• L’Évangile selon Youri

L'évangile_couv

Tobie Nathan, L’Évangile selon Youri, aux Éditions Stock, 2018

4ème de couv :

Élie, vieillissant, désabusé, divorcé, désencombré des illusions sur la vie. Voici comment on pourrait décrire ce psy aux méthodes particulières qui dirigea longtemps un centre d’ethnopsychiatrie au coeur de Paris. C’est un spécialiste en « étrangeté ».

Un petit migrant roumain, aux cheveux hirsutes et aux yeux immenses de clarté, va dérouter Élie, autant que ses compagnons du quotidien, le fripier Samuel tenant boutique boulevard Arago, Le-Poète jamais avare d’une récitation, ou Le-Professeur et ses problèmes cardiaques. Oui, un garçon de dix ans, silencieux et intense. Est-ce lui qui déplace les tables à distance, fait exploser les pierres précieuses des colliers ou guérit les maladies les plus réfractaires d’un doigt posé sur la plaie ? Sorcier ou « immigré nouvelle génération » ? Imposteur ou messie de nos temps troublés ?

Il faut prendre garde aux étrangers que nous croisons : parmi eux se cachent des êtres d’exception.

Extrait :

En fin d’après-midi, je me rends chez Samuel, boulevard Arago. Pas tous les jours, mais très souvent, plusieurs fois par semaine, en tout cas. Sa boutique s’appelle « Samuel’s », pour faire british. Une belle enseigne à l’ancienne et cette inscription qui m’a tout de suite attiré : « chaussures, vêtements, objets, vintage ». Samuel est fripier. Il tient ce métier de son père, un ashkénaze qui était dans les shmattes depuis des générations. Je ne sais pas si c’était le cas de son père, mais Samuel est vraiment doué pour ça. Dès la porte franchie, il vous regarde par dessous, l’air goguenard et vous annonce : « Je n’ai rien pour vous aujourd’hui. Revenez demain ! » Il faut le croire ! Même si vous entrepreniez de fouiller toute la boutique, vous ne trouveriez rien à votre taille, rien qui vous plaise, rien qui convienne. Il le sait !

D’un coup d’œil il a noté vos mensurations, enregistré votre style et anticipé vos goûts, même ceux que vous ne vous connaissiez pas encore. Les vêtements, comme il le dit souvent, c’est la vraie nature de l’homme.

Les jours de chance, il vous accueille par une exclamation : « J’ai des chaussures pour vous, bicolores, c’est votre style ! » Ou bien : « je vous l’ai mise de côté, une veste en velours, avec des coudières en chamois… » Et chaque fois, il ajoute : « Elles sont pour vous. Ce sont les chaussures du patron !… C’est la veste du patron »… Et vous les achèterez, c’est certain.

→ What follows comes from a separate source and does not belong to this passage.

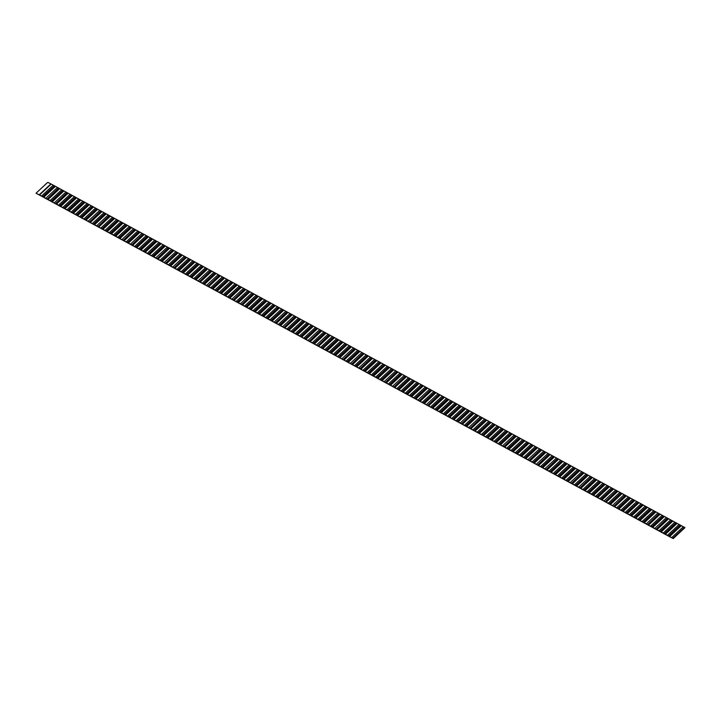 <?xml version="1.0" encoding="UTF-8"?>
<svg xmlns="http://www.w3.org/2000/svg" width="721" height="721" viewBox="0 0 721 721"><rect width="100%" height="100%" fill="white"/><g stroke="black" fill="none" stroke-linecap="round" stroke-linejoin="round"><path stroke-width="1.08" d="M664.185 533.72L666.691 535.081L664.185 533.72M51.002 201.276L53.507 202.628L51.002 201.276M653.767 528.078L658.652 530.71L653.767 528.078M614.121 506.584L619.006 509.215L614.121 506.584M574.484 485.089L579.36 487.72L574.484 485.089M534.838 463.594L539.714 466.235L534.838 463.594M495.192 442.099L500.068 444.74L495.192 442.099M455.546 420.604L460.431 423.245L455.546 420.604M415.9 399.11L420.785 401.75L415.9 399.11M376.263 377.624L381.139 380.255L376.263 377.624M336.617 356.129L341.493 358.761L336.617 356.129M296.971 334.634L301.847 337.266L296.971 334.634M257.325 313.139L262.201 315.771L257.325 313.139M217.679 291.644L222.564 294.285L217.679 291.644M178.033 270.15L182.918 272.79L178.033 270.15M138.396 248.655L143.272 251.296L138.396 248.655M98.75 227.169L103.626 229.801L98.75 227.169M59.104 205.674L63.98 208.306L59.104 205.674M667.412 535.361L668.547 535.973L680.227 525.077L679.092 524.464L667.412 535.361L665.384 534.297L664.311 533.684L675.992 522.788L674.865 522.166L663.185 533.062L664.311 533.684M658.949 530.773L660.085 531.386L671.765 520.49L670.629 519.877L658.949 530.773L656.038 529.232L667.538 518.201L666.402 517.588L654.722 528.484L655.858 529.097M650.495 526.186L651.631 526.799L663.311 515.903L662.175 515.29L650.495 526.186L647.575 524.645L659.084 513.613L657.949 513.001L646.268 523.897L647.404 524.509M642.041 521.598L643.168 522.22L654.848 511.324L653.722 510.702L642.041 521.598L640.014 520.544L638.941 519.922L650.621 509.026L649.486 508.413L637.806 519.309L638.941 519.922M633.579 517.02L634.714 517.633L646.395 506.737L645.259 506.124L633.579 517.02L631.551 515.957L630.487 515.344L642.168 504.439L641.032 503.826L629.352 514.722L630.487 515.344M625.125 512.433L626.261 513.046L637.941 502.149L636.805 501.537L625.125 512.433L623.097 511.369L622.025 510.756L633.705 499.86L632.578 499.238L620.898 510.144L622.025 510.756M616.662 507.845L617.798 508.458L629.478 497.562L628.342 496.949L616.662 507.845L613.751 506.304L625.251 495.273L624.116 494.66L612.435 505.556L613.571 506.169M608.209 503.258L609.344 503.88L621.024 492.984L619.889 492.362L608.209 503.258L605.289 501.717L616.797 490.686L615.662 490.073L603.982 500.969L605.117 501.582M599.746 498.68L600.881 499.293L612.562 488.396L611.426 487.784L599.746 498.68L597.718 497.616L596.655 496.994L608.335 486.098L607.199 485.485L595.519 496.381L596.655 496.994M591.292 494.092L592.428 494.705L604.108 483.809L602.972 483.196L591.292 494.092L589.264 493.029L588.201 492.416L599.881 481.52L598.745 480.898L587.065 491.794L588.201 492.416M582.838 489.505L583.974 490.118L595.654 479.222L594.519 478.609L582.838 489.505L579.918 487.964L591.418 476.932L590.283 476.32L578.602 487.216L579.738 487.829M574.376 484.918L575.511 485.539L587.191 474.634L586.056 474.021L574.376 484.918L571.456 483.376L582.965 472.345L581.829 471.732L570.149 482.628L571.284 483.241M565.922 480.33L567.057 480.952L578.738 470.056L577.602 469.434L565.922 480.33L563.894 479.276L562.831 478.654L574.511 467.758L573.375 467.145L561.695 478.041L562.831 478.654M557.459 475.752L558.595 476.365L570.275 465.469L569.139 464.856L557.459 475.752L555.431 474.688L554.368 474.076L566.048 463.179L564.913 462.558L553.232 473.454L554.368 474.076M549.005 471.164L550.141 471.777L561.821 460.881L560.686 460.268L549.005 471.164L546.085 469.623L557.594 458.592L556.459 457.979L544.779 468.875L545.914 469.488M540.552 466.577L541.678 467.19L553.358 456.294L552.232 455.681L540.552 466.577L537.632 465.036L549.132 454.005L547.996 453.392L536.316 464.288L537.451 464.901M532.089 461.99L533.225 462.612L544.905 451.716L543.769 451.094L532.089 461.99L529.169 460.449L540.678 449.417L539.542 448.804L527.862 459.701L528.998 460.313M523.635 457.411L524.771 458.024L536.451 447.128L535.315 446.515L523.635 457.411L521.607 456.348L520.535 455.726L532.215 444.83L531.089 444.217L519.408 455.113L520.535 455.726M515.173 452.824L516.308 453.437L527.988 442.541L526.853 441.928L515.173 452.824L513.145 451.761L512.081 451.148L523.761 440.252L522.626 439.63L510.946 450.526L512.081 451.148M506.719 448.237L507.854 448.85L519.535 437.953L518.399 437.341L506.719 448.237L503.799 446.696L515.308 435.664L514.172 435.051L502.492 445.948L503.628 446.56M498.265 443.649L499.392 444.271L511.072 433.375L509.945 432.753L498.265 443.649L496.228 442.586L495.165 441.973L506.845 431.077L505.709 430.464L494.029 441.36L495.165 441.973M489.802 439.071L490.938 439.684L502.618 428.788L501.483 428.166L489.802 439.071L487.775 438.007L486.711 437.386L498.391 426.49L497.256 425.877L485.575 436.773L486.711 437.386M481.349 434.484L482.484 435.096L494.164 424.2L493.029 423.587L481.349 434.484L479.321 433.42L478.248 432.807L489.929 421.911L488.793 421.289L477.113 432.185L478.248 432.807M472.886 429.896L474.021 430.509L485.702 419.613L484.566 419L472.886 429.896L469.975 428.355L481.475 417.324L480.339 416.711L468.659 427.607L469.795 428.22M464.432 425.309L465.568 425.922L477.248 415.026L476.112 414.413L464.432 425.309L461.512 423.768L473.021 412.736L471.885 412.124L460.205 423.02L461.341 423.633M455.969 420.722L457.105 421.343L468.785 410.447L467.65 409.825L455.969 420.722L453.942 419.667L452.878 419.045L464.558 408.149L463.423 407.536L451.743 418.432L452.878 419.045M447.516 416.143L448.651 416.756L460.331 405.86L459.196 405.247L447.516 416.143L445.488 415.08L444.424 414.467L456.105 403.562L454.969 402.949L443.289 413.845L444.424 414.467M439.062 411.556L440.189 412.169L451.869 401.273L450.742 400.66L439.062 411.556L437.034 410.492L435.962 409.879L447.642 398.983L446.506 398.362L434.826 409.267L435.962 409.879M430.599 406.968L431.735 407.581L443.415 396.685L442.279 396.072L430.599 406.968L427.679 405.427L439.188 394.396L438.053 393.783L426.372 404.679L427.508 405.292M422.145 402.381L423.281 403.003L434.961 392.107L433.826 391.485L422.145 402.381L419.225 400.84L430.725 389.809L429.599 389.196L417.919 400.092L419.045 400.705M413.683 397.803L414.818 398.416L426.499 387.519L425.363 386.907L413.683 397.803L411.655 396.739L410.591 396.117L422.272 385.221L421.136 384.608L409.456 395.505L410.591 396.117M405.229 393.215L406.365 393.828L418.045 382.932L416.909 382.319L405.229 393.215L403.201 392.152L402.138 391.539L413.818 380.643L412.682 380.021L401.002 390.917L402.138 391.539M396.775 388.628L397.902 389.241L409.582 378.345L408.456 377.732L396.775 388.628L393.855 387.087L405.355 376.056L404.22 375.443L392.539 386.339L393.675 386.952M388.313 384.041L389.448 384.663L401.128 373.757L399.993 373.145L388.313 384.041L385.393 382.5L396.901 371.468L395.766 370.855L384.086 381.751L385.221 382.364M379.859 379.462L380.994 380.075L392.675 369.179L391.539 368.557L379.859 379.462L377.831 378.399L376.759 377.777L388.439 366.881L387.312 366.268L375.632 377.164L376.759 377.777M371.396 374.875L372.532 375.488L384.212 364.592L383.076 363.979L371.396 374.875L369.368 373.811L368.305 373.199L379.985 362.303L378.849 361.681L367.169 372.577L368.305 373.199M362.942 370.288L364.078 370.9L375.758 360.004L374.623 359.391L362.942 370.288L360.022 368.746L371.531 357.715L370.396 357.102L358.716 367.998L359.851 368.611M354.48 365.7L355.615 366.313L367.295 355.417L366.16 354.804L354.48 365.7L351.569 364.159L363.069 353.128L361.933 352.515L350.253 363.411L351.388 364.024M346.026 361.113L347.161 361.735L358.842 350.839L357.706 350.217L346.026 361.113L343.106 359.572L354.615 348.54L353.479 347.928L341.799 358.824L342.935 359.437M337.572 356.535L338.708 357.147L350.388 346.251L349.252 345.638L337.572 356.535L335.544 355.471L334.472 354.858L346.152 343.953L345.017 343.34L333.336 354.236L334.472 354.858M329.109 351.947L330.245 352.56L341.925 341.664L340.79 341.051L329.109 351.947L327.082 350.884L326.018 350.271L337.698 339.375L336.563 338.753L324.883 349.649L326.018 350.271M320.656 347.36L321.791 347.973L333.472 337.077L332.336 336.464L320.656 347.36L317.736 345.819L329.236 334.787L328.109 334.174L316.429 345.071L317.555 345.683M312.193 342.772L313.329 343.394L325.009 332.498L323.873 331.876L312.193 342.772L309.282 341.231L320.782 330.2L319.646 329.587L307.966 340.483L309.102 341.096M303.739 338.194L304.875 338.807L316.555 327.911L315.419 327.289L303.739 338.194L301.711 337.131L300.648 336.509L312.328 325.613L311.193 325L299.512 335.896L300.648 336.509M295.286 333.607L296.412 334.22L308.092 323.323L306.966 322.711L295.286 333.607L293.258 332.543L292.185 331.93L303.865 321.034L302.73 320.412L291.05 331.309L292.185 331.93M286.823 329.019L287.958 329.632L299.639 318.736L298.503 318.123L286.823 329.019L283.903 327.478L295.412 316.447L294.276 315.834L282.596 326.73L283.732 327.343M278.369 324.432L279.505 325.045L291.185 314.149L290.049 313.536L278.369 324.432L275.449 322.891L286.949 311.86L285.822 311.247L274.142 322.143L275.269 322.756M269.906 319.845L271.042 320.466L282.722 309.57L281.587 308.949L269.906 319.845L267.879 318.79L266.815 318.168L278.495 307.272L277.36 306.659L265.679 317.555L266.815 318.168M261.453 315.266L262.588 315.879L274.268 304.983L273.133 304.37L261.453 315.266L259.425 314.203L258.361 313.59L270.042 302.685L268.906 302.072L257.226 312.968L258.361 313.59M252.99 310.679L254.125 311.292L265.806 300.396L264.67 299.783L252.99 310.679L250.962 309.615L249.899 309.003L261.579 298.106L260.443 297.485L248.763 308.39L249.899 309.003M244.536 306.092L245.672 306.704L257.352 295.808L256.216 295.195L244.536 306.092L241.616 304.55L253.125 293.519L251.99 292.906L240.309 303.802L241.445 304.415M236.082 301.504L237.218 302.126L248.898 291.23L247.763 290.608L236.082 301.504L233.162 299.963L244.662 288.932L243.527 288.319L231.847 299.215L232.982 299.828M227.62 296.926L228.755 297.539L240.435 286.643L239.3 286.03L227.62 296.926L225.592 295.862L224.528 295.24L236.209 284.344L235.073 283.732L223.393 294.628L224.528 295.24M219.166 292.338L220.302 292.951L231.982 282.055L230.846 281.442L219.166 292.338L217.138 291.275L216.075 290.662L227.755 279.766L226.619 279.144L214.939 290.04L216.075 290.662M210.703 287.751L211.839 288.364L223.519 277.468L222.383 276.855L210.703 287.751L207.792 286.21L219.292 275.179L218.157 274.566L206.476 285.462L207.612 286.075M202.25 283.164L203.385 283.786L215.065 272.88L213.93 272.268L202.25 283.164L199.329 281.623L210.838 270.591L209.703 269.978L198.023 280.875L199.158 281.487M193.796 278.585L194.922 279.198L206.603 268.302L205.476 267.68L193.796 278.585L191.768 277.522L190.695 276.9L202.376 266.004L201.24 265.391L189.56 276.287L190.695 276.9M185.333 273.998L186.469 274.611L198.149 263.715L197.013 263.102L185.333 273.998L183.305 272.935L182.242 272.322L193.922 261.426L192.786 260.804L181.106 271.7L182.242 272.322M176.879 269.411L178.015 270.024L189.695 259.127L188.56 258.515L176.879 269.411L173.959 267.87L185.459 256.838L184.333 256.225L172.652 267.121L173.779 267.734M168.417 264.823L169.552 265.436L181.232 254.54L180.097 253.927L168.417 264.823L165.506 263.282L177.006 252.251L175.87 251.638L164.19 262.534L165.325 263.147M159.963 260.236L161.098 260.858L172.779 249.962L171.643 249.34L159.963 260.236L157.043 258.695L168.552 247.663L167.416 247.051L155.736 257.947L156.872 258.56M151.509 255.658L152.636 256.27L164.316 245.374L163.189 244.761L151.509 255.658L149.472 254.594L148.409 253.981L160.089 243.076L158.953 242.463L147.273 253.359L148.409 253.981M143.046 251.07L144.182 251.683L155.862 240.787L154.727 240.174L143.046 251.07L141.019 250.007L139.955 249.394L151.635 238.498L150.5 237.876L138.82 248.772L139.955 249.394M134.593 246.483L135.728 247.096L147.408 236.2L146.273 235.587L134.593 246.483L131.673 244.942L143.173 233.91L142.037 233.298L130.357 244.194L131.492 244.807M126.13 241.895L127.266 242.517L138.946 231.621L137.81 230.999L126.13 241.895L123.219 240.354L134.719 229.323L133.583 228.71L121.903 239.606L123.039 240.219M117.676 237.317L118.812 237.93L130.492 227.034L129.356 226.412L117.676 237.317L115.648 236.254L114.585 235.632L126.265 224.736L125.13 224.123L113.449 235.019L114.585 235.632M109.213 232.73L110.349 233.343L122.029 222.447L120.894 221.834L109.213 232.73L107.186 231.666L106.122 231.053L117.802 220.157L116.667 219.535L104.987 230.432L106.122 231.053M100.76 228.142L101.895 228.755L113.576 217.859L112.44 217.246L100.76 228.142L97.84 226.601L109.349 215.57L108.213 214.957L96.533 225.853L97.668 226.466M92.306 223.555L93.442 224.168L105.122 213.272L103.986 212.659L92.306 223.555L89.386 222.014L100.886 210.983L99.75 210.37L88.07 221.266L89.206 221.879M83.843 218.968L84.979 219.59L96.659 208.693L95.523 208.072L83.843 218.968L81.815 217.913L80.752 217.291L92.432 206.395L91.297 205.782L79.616 216.679L80.752 217.291M75.39 214.389L76.525 215.002L88.205 204.106L87.07 203.493L75.39 214.389L73.362 213.326L72.289 212.713L83.969 201.808L82.843 201.195L71.163 212.091L72.289 212.713M66.927 209.802L68.062 210.415L79.743 199.519L78.607 198.906L66.927 209.802L64.899 208.739L63.836 208.126L75.516 197.23L74.38 196.608L62.7 207.513L63.836 208.126M58.473 205.215L59.609 205.827L71.289 194.931L70.153 194.319L58.473 205.215L55.553 203.673L67.062 192.642L65.926 192.029L54.246 202.925L55.382 203.538M50.019 200.627L51.146 201.249L62.826 190.353L61.7 189.731L50.019 200.627L47.099 199.086L58.599 188.055L57.464 187.442L45.783 198.338L46.919 198.951M41.557 196.049L42.692 196.662L54.372 185.766L53.237 185.153L41.557 196.049L36.05 193.219L670.115 536.983L673.27 538.569L672.774 538.263L684.454 527.366L683.319 526.754L671.639 537.65L672.774 538.263M671.639 537.65L668.547 535.973M663.185 533.062L660.085 531.386M654.722 528.484L651.631 526.799M646.268 523.897L643.168 522.22M637.806 519.309L634.714 517.633M629.352 514.722L626.261 513.046M620.898 510.144L617.798 508.458M612.435 505.556L609.344 503.88M603.982 500.969L600.881 499.293M595.519 496.381L592.428 494.705M587.065 491.794L583.974 490.118M578.602 487.216L575.511 485.539M570.149 482.628L567.057 480.952M561.695 478.041L558.595 476.365M553.232 473.454L550.141 471.777M544.779 468.875L541.678 467.19M536.316 464.288L533.225 462.612M527.862 459.701L524.771 458.024M519.408 455.113L516.308 453.437M510.946 450.526L507.854 448.85M502.492 445.948L499.392 444.271M494.029 441.36L490.938 439.684M485.575 436.773L482.484 435.096M477.113 432.185L474.021 430.509M468.659 427.607L465.568 425.922M460.205 423.02L457.105 421.343M451.743 418.432L448.651 416.756M443.289 413.845L440.189 412.169M434.826 409.267L431.735 407.581M426.372 404.679L423.281 403.003M417.919 400.092L414.818 398.416M409.456 395.505L406.365 393.828M401.002 390.917L397.902 389.241M392.539 386.339L389.448 384.663M384.086 381.751L380.994 380.075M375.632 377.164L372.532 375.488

Car il sait ce que vous ne savez pas encore sur vous-même. Samuel’s, c’est la boutique du destin. Vous ne cherchez pas un vêtement ; c’est le vêtement qui vous trouve. Il vous désigne, vous appelle et c’est par la bouche de Samuel — Samuel, la voix de votre propre désir !

…/…

Car Samuel’s ce n’est pas une simple boutique, c’est là que se retrouvent des gens… Je ne sais comment dire. Je ne vois pas d’autre mot : « des gens » ! Pas des personnes, identifiées, avec leurs noms, leurs situations de famille et leurs fonctions ; pas des individus, comme lorsqu’on est qualifié par la police (« L’individu a fait un bras d’honneur en direction du fonctionnaire »), pas des sujets, à qui l’on attribue des désirs, pas des citoyens à qui l’on suppose des opinions… Non ! Des gens ! C’est-à-dire ceux dont on ne sait rien ; ceux avec qui on parle, mais de rien ; ceux avec qui on passe du temps, comme ça, pour rien. La socialité dans son expression la plus pure.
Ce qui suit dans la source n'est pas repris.